Before you get started, take this readiness quiz.
 Simplify: \(\dfrac{1 − 4}{8 − 2}\). If you missed this problem, review Example 4.6.12.
 Divide: \(\dfrac{0}{4}, \dfrac{4}{0}\). If you missed this problem, review Example 7.5.5.
 Simplify: \(\dfrac{15}{3}, \dfrac{−15}{3}, \dfrac{−15}{−3}\). If you missed this problem, review Example 4.6.11.
As we’ve been graphing linear equations, we’ve seen that some lines slant up as they go from left to right and some lines slant down. Some lines are very steep and some lines are flatter. What determines whether a line slants up or down, and if its slant is steep or flat?
The steepness of the slant of a line is called the slope of the line. The concept of slope has many applications in the real world. The pitch of a roof and the grade of a highway or wheelchair ramp are just some examples in which you literally see slopes. And when you ride a bicycle, you feel the slope as you pump uphill or coast downhill.

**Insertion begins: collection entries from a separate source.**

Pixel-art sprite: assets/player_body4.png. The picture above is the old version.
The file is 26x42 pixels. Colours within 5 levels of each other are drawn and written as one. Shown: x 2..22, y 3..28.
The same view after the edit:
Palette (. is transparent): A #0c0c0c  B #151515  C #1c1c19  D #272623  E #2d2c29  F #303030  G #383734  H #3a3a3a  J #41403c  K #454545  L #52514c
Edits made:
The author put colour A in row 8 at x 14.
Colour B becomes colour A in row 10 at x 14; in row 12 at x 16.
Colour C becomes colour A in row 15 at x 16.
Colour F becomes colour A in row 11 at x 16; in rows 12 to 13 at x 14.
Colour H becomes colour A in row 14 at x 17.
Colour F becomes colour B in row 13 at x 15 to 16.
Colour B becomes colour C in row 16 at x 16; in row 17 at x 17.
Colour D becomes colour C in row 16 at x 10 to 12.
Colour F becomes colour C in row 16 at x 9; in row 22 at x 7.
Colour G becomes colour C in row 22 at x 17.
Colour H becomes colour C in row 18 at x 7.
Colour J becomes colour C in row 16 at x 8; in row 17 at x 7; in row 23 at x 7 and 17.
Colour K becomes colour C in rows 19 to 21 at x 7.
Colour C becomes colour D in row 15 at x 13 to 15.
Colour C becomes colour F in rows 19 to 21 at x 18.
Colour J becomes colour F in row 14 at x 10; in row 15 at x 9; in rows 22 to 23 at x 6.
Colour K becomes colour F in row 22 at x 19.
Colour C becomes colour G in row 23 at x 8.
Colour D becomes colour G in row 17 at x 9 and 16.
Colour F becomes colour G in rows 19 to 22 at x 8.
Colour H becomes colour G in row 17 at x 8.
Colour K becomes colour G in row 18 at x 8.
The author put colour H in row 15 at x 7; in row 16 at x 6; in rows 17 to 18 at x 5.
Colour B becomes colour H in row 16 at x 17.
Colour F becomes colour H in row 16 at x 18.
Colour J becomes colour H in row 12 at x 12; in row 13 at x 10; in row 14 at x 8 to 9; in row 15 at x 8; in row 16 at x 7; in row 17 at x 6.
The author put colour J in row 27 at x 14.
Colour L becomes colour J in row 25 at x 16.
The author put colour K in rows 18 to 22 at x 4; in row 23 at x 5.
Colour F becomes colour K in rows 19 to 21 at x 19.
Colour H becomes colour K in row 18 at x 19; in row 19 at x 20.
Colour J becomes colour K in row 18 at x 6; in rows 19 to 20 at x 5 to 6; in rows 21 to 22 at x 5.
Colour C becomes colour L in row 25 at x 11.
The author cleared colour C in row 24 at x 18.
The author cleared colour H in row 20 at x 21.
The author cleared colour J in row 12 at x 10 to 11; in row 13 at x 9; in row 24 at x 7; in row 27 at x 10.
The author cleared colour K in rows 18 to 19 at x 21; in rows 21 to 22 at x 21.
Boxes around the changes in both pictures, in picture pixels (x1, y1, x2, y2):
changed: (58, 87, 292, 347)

Use Geoboards to Model Slope
In this section, we will explore the concepts of slope.
Using rubber bands on a geoboard gives a concrete way to model lines on a coordinate grid. By stretching a rubber band between two pegs on a geoboard, we can discover how to find the slope of a line. And when you ride a bicycle, you feel the slope as you pump uphill or coast downhill.

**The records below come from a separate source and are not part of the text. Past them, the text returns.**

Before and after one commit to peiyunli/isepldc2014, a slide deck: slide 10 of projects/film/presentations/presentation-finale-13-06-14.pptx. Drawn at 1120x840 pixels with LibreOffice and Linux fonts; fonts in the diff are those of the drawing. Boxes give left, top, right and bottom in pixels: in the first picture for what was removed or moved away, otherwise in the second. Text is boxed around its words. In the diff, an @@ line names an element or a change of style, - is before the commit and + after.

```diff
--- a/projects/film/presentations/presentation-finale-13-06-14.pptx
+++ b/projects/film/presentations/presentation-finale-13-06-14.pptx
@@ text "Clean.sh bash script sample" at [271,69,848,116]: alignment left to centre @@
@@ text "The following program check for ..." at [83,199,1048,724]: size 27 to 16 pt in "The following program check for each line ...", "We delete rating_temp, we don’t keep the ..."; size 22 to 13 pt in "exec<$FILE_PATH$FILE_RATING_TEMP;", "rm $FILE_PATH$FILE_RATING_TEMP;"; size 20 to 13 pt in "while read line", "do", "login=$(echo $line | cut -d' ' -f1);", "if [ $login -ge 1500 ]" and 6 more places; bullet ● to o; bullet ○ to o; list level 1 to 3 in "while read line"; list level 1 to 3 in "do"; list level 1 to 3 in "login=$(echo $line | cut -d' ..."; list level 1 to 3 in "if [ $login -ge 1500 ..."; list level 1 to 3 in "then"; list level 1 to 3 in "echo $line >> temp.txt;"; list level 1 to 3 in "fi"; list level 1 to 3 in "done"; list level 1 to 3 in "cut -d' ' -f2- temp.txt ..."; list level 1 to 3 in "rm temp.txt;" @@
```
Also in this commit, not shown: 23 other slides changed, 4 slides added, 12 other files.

We’ll start by stretching a rubber band between two pegs to make a line as shown in Figure \(\PageIndex{1}\).
Figure \(\PageIndex{1}\)
Does it look like a line?
Now we stretch one part of the rubber band straight up from the left peg and around a third peg to make the sides of a right triangle as shown in Figure \(\PageIndex{2}\). We carefully make a 90° angle around the third peg, so that one side is vertical and the other is horizontal.
Figure \(\PageIndex{2}\)
To find the slope of the line, we measure the distance along the vertical and horizontal legs of the triangle. The vertical distance is called the rise and the horizontal distance is called the run, as shown in Figure \(\PageIndex{3}\).
Figure \(\PageIndex{3}\)
To help remember the terms, it may help to think of the images shown in Figure \(\PageIndex{4}\).
Figure \(\PageIndex{4}\)
On our geoboard, the rise is 2 units because the rubber band goes up 2 spaces on the vertical leg. See Figure \(\PageIndex{5}\).

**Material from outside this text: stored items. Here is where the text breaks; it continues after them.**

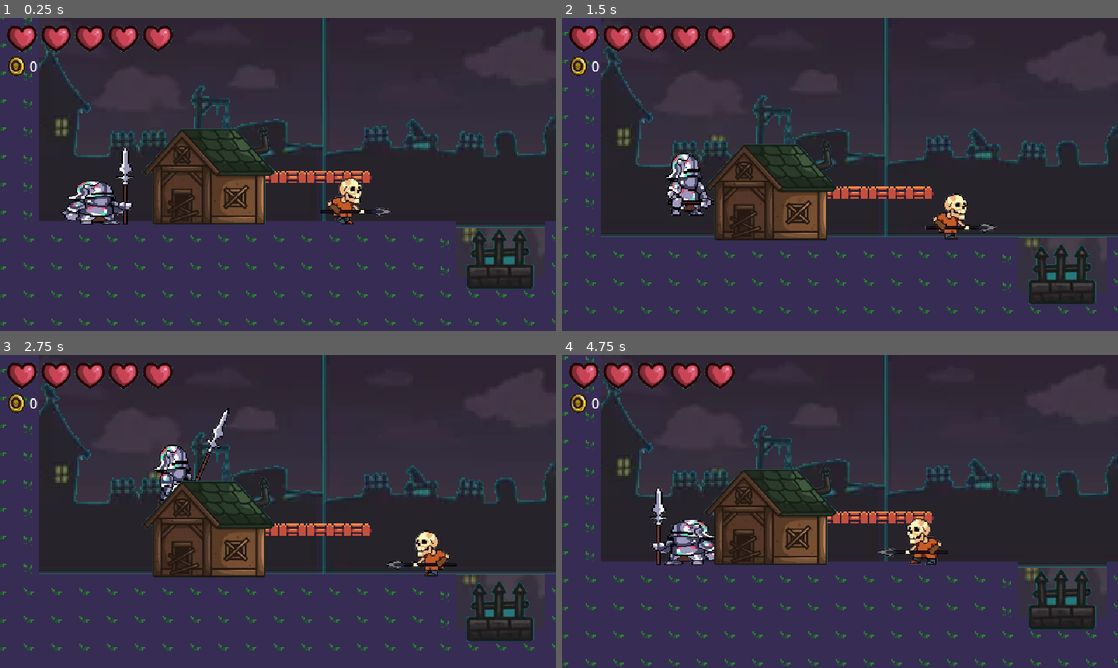
Above: before the commit, frames 1-4 (two rows, left to right).
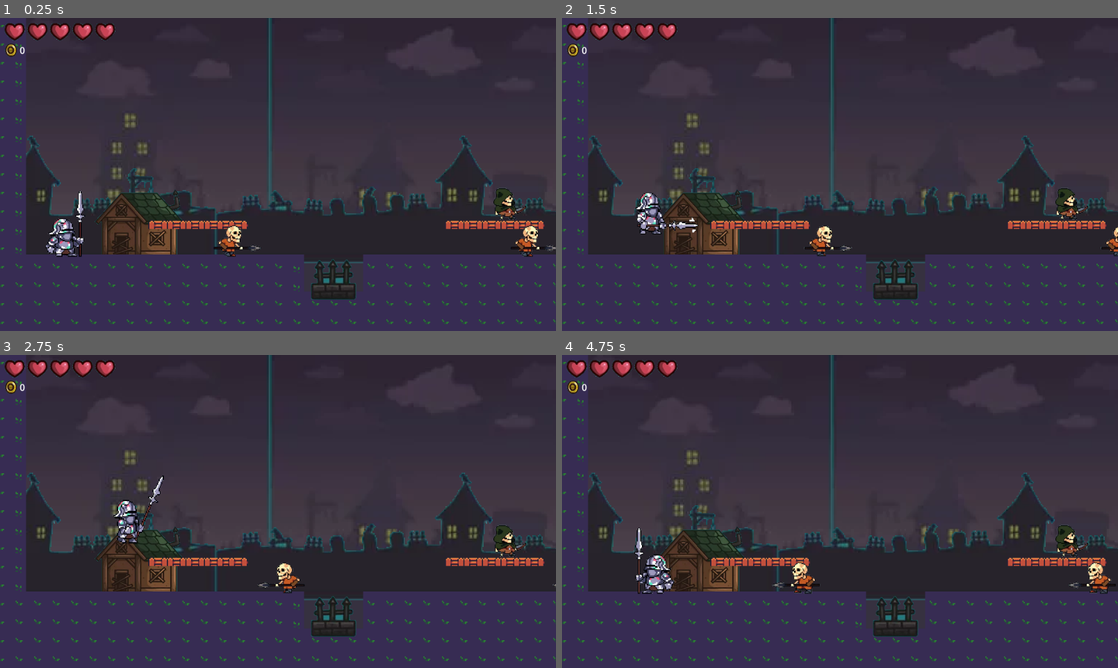
Above: after the commit, the same moments.

Repository: BlazeWings/demo
Game: Godot game, scene res://levels/test_chamber/test_chamber.tscn
Two runs of this game, one before a commit and one after it. Both use one fixed random seed, a clock stepped at 60 frames per second and the inputs below.
Inputs (mouse positions are in pixels of both pictures, inside the frame that each line leads up to):
- Up to frame 1 (0.25 s): no input
- Up to frame 2 (1.5 s): tap Enter at 0.5 s; move the mouse to (962, 158) at 0.52 s; hold D (move_right) 0.53-1.25 s; hold J (attack) 0.53-1.25 s; click (962, 158) at 0.67 s; tap Space (jump) at 0.77, 0.8, 1.07 s; drag from (728, 190) to (951, 221) at 1.27 s
- Up to frame 3 (2.75 s): move the mouse to (333, 442) at 2.02 s; hold D (move_right) from 2.03 s (still down); hold J (attack) from 2.03 s (still down); tap Space (jump) at 2.3 s
- Up to frame 4 (4.75 s): release D (move_right) at 2.75 s; release J (attack) at 2.75 s; drag from (812, 574) to (778, 464) at 2.77 s; move the mouse to (1006, 558) at 3.52 s; hold A (move_left) 3.53-4.25 s; hold E (heal) 3.53-4.25 s; tap Space (jump) at 3.77, 3.8, 4.07 s; drag from (673, 464) to (928, 549) at 4.27 s

The runs differ from the first frame. In frame 1, 33% of the frame differs, in the area x 0-100%, y 0-99%; in frame 2, 30%; in frame 3, 30%; in frame 4, 33%.

Commit message:
比例重构960x540+手感参数；反馈修复：落地挤压方向/旋转轴心/敌人边缘保护/存档点遮挡/攻击判定扩大

Diff:
--- a/entities/enemies/archer/archer.gd
+++ b/entities/enemies/archer/archer.gd
@@ -36,6 +36,8 @@
 const KNOCKBACK_FRICTION: float = 400.0
 
 const DEATH_FALLBACK_TIME: float = 1.5
+## 边缘探针深度：必须够到脚底（28.25）以下，才算"前方有地面"。
+const EDGE_PROBE_DEPTH: float = 50.0
 
 ## 1 = 素材默认朝右（flip_h=false 即朝右）；若素材实际朝左，改成 -1 即可。
 ## $Muzzle 按“朝右”摆放，翻转时脚本会镜像它的 x。
@@ -287,8 +289,28 @@
 
 func _tick_hurt(delta: float) -> void:
 	velocity.x = move_toward(velocity.x, 0.0, KNOCKBACK_FRICTION * delta)
+	_hold_at_ledge(velocity.x)
 	if _timer <= 0.0:
 		_enter_idle()
+
+
+## 平台边缘保护（同骷髅）：受击被击退到边缘时不再往外冲。
+func _hold_at_ledge(horizontal_speed: float) -> void:
+	if not is_on_floor() or absf(horizontal_speed) < 1.0:
+		return
+	var dir := 1 if horizontal_speed > 0.0 else -1
+	if not _ground_ahead(dir):
+		velocity.x = 0.0
+
+
+## 指定方向前方脚下 EDGE_PROBE_DEPTH 内是否有地形。
+func _ground_ahead(dir: int) -> bool:
+	if not is_inside_tree():
+		return true
+	var from := global_position + Vector2(float(dir) * 12.0, 0.0)
+	var query := PhysicsRayQueryParameters2D.create(from, from + Vector2(0.0, EDGE_PROBE_DEPTH), TERRAIN_MASK)
+	query.exclude = [get_rid()]
+	return not get_world_2d().direct_space_state.intersect_ray(query).is_empty()
 
 
 # --- 感知与射击 ---
--- a/entities/enemies/skeleton/skeleton.gd
+++ b/entities/enemies/skeleton/skeleton.gd
@@ -37,6 +37,8 @@
 const KNOCKBACK_FRICTION: float = 400.0
 
 const DEATH_FALLBACK_TIME: float = 1.5
+## 边缘探针深度：必须够到脚底（41.25）以下，才算"前方有地面"。
+const EDGE_PROBE_DEPTH: float = 50.0
 
 ## 1 = 素材默认朝右（flip_h=false 即朝右）；若素材实际朝左，改成 -1 即可。
 ## 场景里 $EdgeRay/$AttackHitbox 按“朝右”摆放，翻转时脚本会镜像它们的 x。
@@ -300,6 +302,7 @@
 
 func _tick_attack() -> void:
 	velocity.x = float(_facing) * LUNGE_SPEED
+	_hold_at_ledge(velocity.x)
 	if _timer <= 0.0 or absf(global_position.x - _lunge_origin_x) >= LUNGE_DISTANCE:
 		_enter_recover()
 
@@ -312,8 +315,33 @@
 
 func _tick_hurt(delta: float) -> void:
 	velocity.x = move_toward(velocity.x, 0.0, KNOCKBACK_FRICTION * delta)
+	_hold_at_ledge(velocity.x)
 	if _timer <= 0.0:
 		_enter_patrol()
+
+
+## 平台边缘保护：突刺/击退要冲出边缘时把水平速度清零（不掉头、不换状态）。
+func _hold_at_ledge(horizontal_speed: float) -> void:
+	if not is_on_floor() or absf(horizontal_speed) < 1.0:
+		return
+	var dir := 1 if horizontal_speed > 0.0 else -1
+	if not _ground_ahead(dir):
+		velocity.x = 0.0
+
+
+## 指定方向前方脚下 EDGE_PROBE_DEPTH 内是否有地形（直接空间射线，无需额外节点）。
+func _ground_ahead(dir: int) -> bool:
+	if not is_inside_tree():
+		return true
+	var from := global_position + Vector2(float(dir) * _edge_probe_x(), 0.0)
+	var query := PhysicsRayQueryParameters2D.create(from, from + Vector2(0.0, EDGE_PROBE_DEPTH), TERRAIN_MASK)
+	query.exclude = [get_rid()]
+	return not get_world_2d().direct_space_state.intersect_ray(query).is_empty()
+
+
+## 探针横向偏移：复用场景 $EdgeRay 的 x（12），没有就用 12。
+func _edge_probe_x() -> float:
+	return _edge_base_x if _edge_base_x > 0.0 else 12.0
 
 
 # --- 感知 ---
--- a/entities/player/knight.gd
+++ b/entities/player/knight.gd
@@ -6,16 +6,16 @@
 
 enum AttackDirection { HORIZONTAL, UP, DOWN }
 
-const SPEED: float = 150.0
-const ACCEL: float = 1400.0
-const DECEL: float = 1000.0
-const JUMP_VELOCITY: float = -400.0
+const SPEED: float = 170.0
+const ACCEL: float = 1600.0
+const DECEL: float = 1100.0
+const JUMP_VELOCITY: float = -430.0
 const JUMP_CUT_MULT: float = 0.45
 const FALL_GRAVITY_MULT: float = 1.4
 const MAX_FALL_SPEED: float = 520.0
-const COYOTE_TIME: float = 0.12
+const COYOTE_TIME: float = 0.15
 const JUMP_BUFFER_TIME: float = 0.12
-const DASH_SPEED: float = 420.0
+const DASH_SPEED: float = 460.0
 const DASH_DURATION: float = 0.15
 const MAX_DASHES: int = 1
 const DASH_ANIM_SPEED_SCALE: float = 2.0
@@ -68,7 +68,11 @@
 
 var _sprite_base_scale := Vector2.ONE
 var _sprite_base_position := Vector2.ZERO
+## 脚底到原点的偏移（父坐标系像素）：落地挤压锚点 & 上挑/下劈的旋转轴心都用它。
 var _squash_anchor_y: float = 0.0
+var _squash_offset := Vector2.ZERO
+## 上挑/下劈时为保证"脚底不动"而给 sprite 中心加的补偿位移。
+var _attack_pivot_offset := Vector2.ZERO
 var _attack_hitbox_base_offset := Vector2.ZERO
 var _squash_tween: Tween
 var _death_tween: Tween
@@ -198,13 +202,13 @@
 	_place_attack_hitbox(direction)
 	match direction:
 		AttackDirection.UP:
-			sprite.rotation = -PI * 0.5
+			_set_attack_rotation(-PI * 0.5)
 			play_anim(&"attack2")
 		AttackDirection.DOWN:
-			sprite.rotation = PI * 0.5
+			_set_attack_rotation(PI * 0.5)
 			play_anim(&"attack2")
 		_:
-			sprite.rotation = 0.0
+			_set_attack_rotation(0.0)
 			play_anim(&"attack1")
 	attack_hitbox.set_active(true)
 
@@ -216,7 +220,7 @@
 func end_attack() -> void:
 	deactivate_attack_hitbox()
 	current_attack_direction = AttackDirection.HORIZONTAL
-	sprite.rotation = 0.0
+	_set_attack_rotation(0.0)
 	_place_attack_hitbox(AttackDirection.HORIZONTAL)
 
 
@@ -340,7 +344,7 @@
 	if hurtbox != null:
 		hurtbox.set_deferred("monitorable", true)
 	_kill_tween(_death_tween)
-	sprite.rotation = 0.0
+	_set_attack_rotation(0.0)
 	sprite.modulate = Color.WHITE
 	sprite.speed_scale = 1.0
 	reset_squash()
@@ -384,7 +388,30 @@
 	if sprite == null:
 		return
 	sprite.scale = Vector2(_sprite_base_scale.x * x_scale, _sprite_base_scale.y * y_scale)
-	sprite.position = _sprite_base_position + Vector2(0.0, _squash_anchor_y * (1.0 - y_scale))
+	_squash_offset = Vector2(0.0, _squash_anchor_y * (1.0 - y_scale))
+	_refresh_sprite_position()
+
+
+## sprite.position 的唯一写入口：基准位 + 挤压偏移 + 攻击轴心偏移。
+func _refresh_sprite_position() -> void:
+	if sprite == null:
+		return
+	sprite.position = _sprite_base_position + _squash_offset + _attack_pivot_offset
+
+
+## 上挑/下劈绕"脚底点"旋转，而不是绕 sprite 中心（绕中心会把身体甩出去，视觉悬空/穿地）。
+## 脚底在父坐标系是 f=(0, _squash_anchor_y)；要让脚底旋转后不动，中心需 c = f - R(θ)·f。
+## 脚底 x=0，所以 flip_h 的镜像不影响该补偿。
+func _set_attack_rotation(angle: float) -> void:
+	if sprite == null:
+		return
+	sprite.rotation = angle
+	if is_zero_approx(angle):
+		_attack_pivot_offset = Vector2.ZERO
+	else:
+		var foot := Vector2(0.0, _squash_anchor_y)
+		_attack_pivot_offset = foot - foot.rotated(angle)
+	_refresh_sprite_position()
 
 
 func reset_squash() -> void:
@@ -398,7 +425,7 @@
 	_kill_tween(_squash_tween)
 	set_squash(1.22, 0.78)
 	_squash_tween = create_tween()
-	_squash_tween.tween_method(_squash_lerp, 1.0, 0.0, 0.12)
+	_squash_tween.tween_method(_squash_lerp, 0.0, 1.0, 0.12)
 
 
 func _squash_lerp(t: float) -> void:
--- a/entities/player/knight.tscn
+++ b/entities/player/knight.tscn
@@ -26,7 +26,7 @@
 height = 56.0
 
 [sub_resource type="RectangleShape2D" id="RectangleShape2D_slmgo"]
-size = Vector2(30, 32)
+size = Vector2(40, 38)
 
 [sub_resource type="Gradient" id="Gradient_vnoac"]
 colors = PackedColorArray(0.7, 0.92, 1, 0.75, 0.4, 0.6, 1, 0)
@@ -64,7 +64,7 @@
 target_mask = 96
 
 [node name="CollisionShape2D" type="CollisionShape2D" parent="AttackHitbox" unique_id=1581627699]
-position = Vector2(26, 8)
+position = Vector2(30, 2)
 shape = SubResource("RectangleShape2D_slmgo")
 
 [node name="StateMachine" type="Node" parent="." unique_id=1281217703]
--- a/levels/test_chamber/test_chamber.gd
+++ b/levels/test_chamber/test_chamber.gd
@@ -15,10 +15,10 @@
 ##   A  archer             (entities/enemies/archer/archer.tscn)
 ##   .  empty
 ##
-## World size: 56 columns x 12 rows x 32 px = 1792 x 384 px.
+## World size: 56 columns x 18 rows x 32 px = 1792 x 576 px.
 
 const CELL_SIZE: int = 32
-const MAP_ROWS: int = 12
+const MAP_ROWS: int = 18
 const MAP_COLUMNS: int = 56
 const TERRAIN_SCALE: float = 2.0
 ## Visual/collision thickness of a one-way platform cell (platform_red_wide is 38x8 -> 76x16).
@@ -53,11 +53,17 @@
 	"C": "Checkpoint",
 }
 
-## 56 columns x 12 rows. Row 0 is the top of the map, row 11 the bottom.
-## Floor surface = top of row 8 (y = 256). Spike pit cols 16-19 (2 cells deep, escapable).
-## Gash cols 32-35 (128 px wide, bottomless -> KillZone). Upper ledge = row 4 (y = 128),
-## reached from the one-way platform at row 6 cols 40-43 (64 px steps, jump height is ~82 px).
+## 56 columns x 18 rows. Row 0-8 are sky, row 17 the bottom.
+## Floor surface = top of row 14 (y = 448). Spike pit cols 16-19 (2 cells deep, escapable).
+## Gash cols 32-35 (128 px wide, bottomless -> KillZone). Upper ledge = row 10 (y = 320),
+## reached from the one-way platform at row 12 cols 40-43 (64 px steps, jump height ~94 px).
 const MAP: Array[String] = [
+	"#......................................................#",
+	"#......................................................#",
+	"#......................................................#",
+	"#......................................................#",
+	"#......................................................#",
+	"#......................................................#",
 	"#......................................................#",
 	"#......................................................#",
 	"#......................................................#",
--- a/levels/test_chamber/test_chamber.tscn
+++ b/levels/test_chamber/test_chamber.tscn
@@ -15,11 +15,11 @@
 
 [node name="FarLayer" type="ParallaxLayer" parent="ParallaxBackground" unique_id=1387716756]
 motion_scale = Vector2(0.3, 0.3)
-motion_mirroring = Vector2(746, 0)
+motion_mirroring = Vector2(932.5, 0)
 
 [node name="Night1" type="Sprite2D" parent="ParallaxBackground/FarLayer" unique_id=608912384]
-position = Vector2(0, 190)
-scale = Vector2(2, 2)
+position = Vector2(0, 245)
+scale = Vector2(2.5, 2.5)
 texture = ExtResource("2_ohd2f")
 
 [node name="NearLayer" type="ParallaxLayer" parent="ParallaxBackground" unique_id=1584208581]
@@ -27,7 +27,7 @@
 motion_mirroring = Vector2(746, 0)
 
 [node name="Night2" type="Sprite2D" parent="ParallaxBackground/NearLayer" unique_id=1292484458]
-position = Vector2(0, 143)
+position = Vector2(0, 335)
 scale = Vector2(2, 2)
 texture = ExtResource("3_2wrgw")
 
--- a/project.godot
+++ b/project.godot
@@ -23,8 +23,8 @@
 
 [display]
 
-window/size/viewport_width=640
-window/size/viewport_height=360
+window/size/viewport_width=960
+window/size/viewport_height=540
 window/size/window_width_override=1920
 window/size/window_height_override=1080
 window/stretch/mode="viewport"
--- a/props/checkpoint/checkpoint.tscn
+++ b/props/checkpoint/checkpoint.tscn
@@ -13,6 +13,7 @@
 script = ExtResource("1_513gb")
 
 [node name="Sprite2D" type="Sprite2D" parent="." unique_id=1756190611]
+z_index = -1
 scale = Vector2(0.5, 0.5)
 texture = ExtResource("2_11ebm")

What is the run? Be sure to count the spaces between the pegs rather than the pegs themselves! The rubber band goes across 3 spaces on the horizontal leg, so the run is 3 units.
Figure \(\PageIndex{5}\)
The slope of a line is the ratio of the rise to the run. So the slope of our line is \(\dfrac{2}{3}\). In mathematics, the slope is always represented by the letter m.
Definition: Slope of a line
The slope of a line is m = \(\dfrac{rise}{run}\).
The rise measures the vertical change and the run measures the horizontal change.
What is the slope of the line on the geoboard in Figure \(\PageIndex{5}\)?
\[\begin{split} m &= \dfrac{rise}{run} \\ m &= \dfrac{2}{3} \\ The\; line\; &has\; slope\; \dfrac{2}{3} \ldotp \end{split}\]
When we work with geoboards, it is a good idea to get in the habit of starting at a peg on the left and connecting to a peg to the right. Then we stretch the rubber band to form a right triangle.
If we start by going up the rise is positive, and if we stretch it down the rise is negative. We will count the run from left to right, just like you read this paragraph, so the run will be positive.
Since the slope formula has rise over run, it may be easier to always count out the rise first and then the run.
Example \(\PageIndex{1}\):
What is the slope of the line on the geoboard shown?
Solution
Use the definition of slope.
\[m = \dfrac{rise}{run}\]
Start at the left peg and make a right triangle by stretching the rubber band up and to the right to reach the second peg. Count the rise and the run as shown.
The rise is 3 units. \[m = \dfrac{3}{run}\]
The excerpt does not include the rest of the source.